EP by Owen
- Released: May 4, 2004
- Recorded: Chicago, USA
- Genre: Rock
- Length: 23:22
- Label: Polyvinyl

Owen chronology
| The Rutabega / Owen (2004) | (the ep) (2004) | I Do Perceive (2004) |

= (The EP) =

(the ep) is an EP, the third release by Mike Kinsella under the name Owen. It was released on May 4, 2004, on Polyvinyl Records.
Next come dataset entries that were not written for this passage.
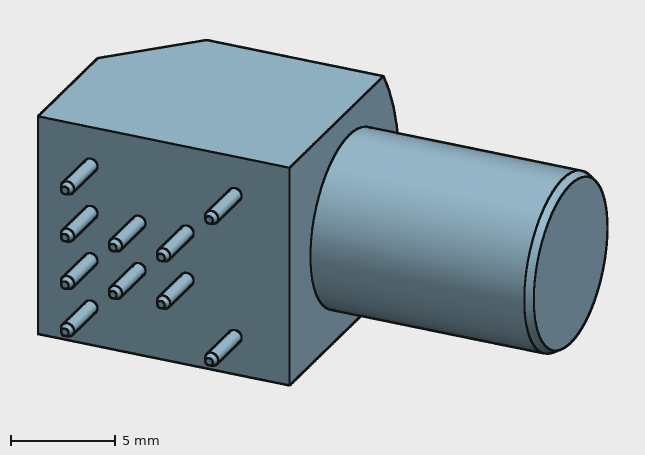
import cadquery as cq

body_length = 13.3
body_width = 11.7
body_height = 12.7
crown_rise = 1.85
bevel_height = 6.9

barrel_diameter = 8.98
overall_length = 25.0
barrel_axis_height = 6.9
mouth_chamfer_length = 0.4
mouth_chamfer_radial = 0.23

pin_diameter = 0.7
pin_length = 3.0
pin_chamfer_length = 0.3
pin_chamfer_radial = 0.15
pitch = 2.54
first_pin_x = 2.8

half_width = body_width / 2
barrel_length = overall_length - body_length
outer_row = 1.5 * pitch
inner_row = 0.5 * pitch
pin_places = [(column, side * inner_row) for column in (0, 1, 2) for side in (-1, 1)]
pin_places += [(column, side * outer_row) for column in (0, 3) for side in (-1, 1)]


def make_housing():
    """Block with a rounded back (+Y) and a 45 degree bevel at the rear (-X) corner."""
    shoulder = body_height - crown_rise
    block = (
        cq.Workplane("YZ")
        .moveTo(0, -half_width)
        .lineTo(shoulder, -half_width)
        .threePointArc((body_height, 0), (shoulder, half_width))
        .lineTo(0, half_width)
        .close()
        .extrude(body_length)
    )
    bevel_leg = body_height - bevel_height
    bevel = (
        cq.Workplane("XY")
        .workplane(offset=-half_width)
        .polyline([(0, bevel_height), (bevel_leg, body_height), (0, body_height)])
        .close()
        .extrude(body_width)
    )
    return block.cut(bevel)


def make_barrel():
    """Round barrel on the front (+X) face with a chamfered mouth edge."""
    return (
        cq.Workplane("YZ", origin=(body_length, barrel_axis_height, 0))
        .circle(barrel_diameter / 2)
        .extrude(barrel_length)
        .faces(">X")
        .edges()
        .chamfer(mouth_chamfer_length, mouth_chamfer_radial)
    )


def make_pin(x, z):
    """Round pin pointing to -Y with a tapered tip."""
    return (
        cq.Workplane("XZ", origin=(x, 0, z))
        .circle(pin_diameter / 2)
        .extrude(pin_length)
        .faces("<Y")
        .edges()
        .chamfer(pin_chamfer_length, pin_chamfer_radial)
    )


result = make_housing().union(make_barrel())
for column, z in pin_places:
    result = result.union(make_pin(first_pin_x + column * pitch, z))

On April 17, 2004, "In the Morning, Before Work" was made available for download.

Professional ratings
Review scores
| Source | Rating |
| AllMusic | Star Half star |
| Punknews.org | Star |

==Track listing==

| No. | Title | Length |
|---|---|---|
| 1. | "Skin and Bones" | 4:40 |
| 2. | "In the Morning, Before Work" | 3:35 |
| 3. | "Breaking Away" | 3:22 |
| 4. | "That Mouth" | 6:45 |
| 5. | "Gazebo" | 4:58 |
| Total length: |  | 23:22 |

==Guest musicians==
- Cale Parks on vibraphone
- Bob Hoffnar on pedal steel
- Jen Tabor on cello and violin
- Paul Koob on vioobrophone [sic] (vibraphone) and violoncello

==Vinyl pressing==
In addition to being released on by Polyvinyl Records, it was also pressed on translucent yellow vinyl by Mi Amante Records.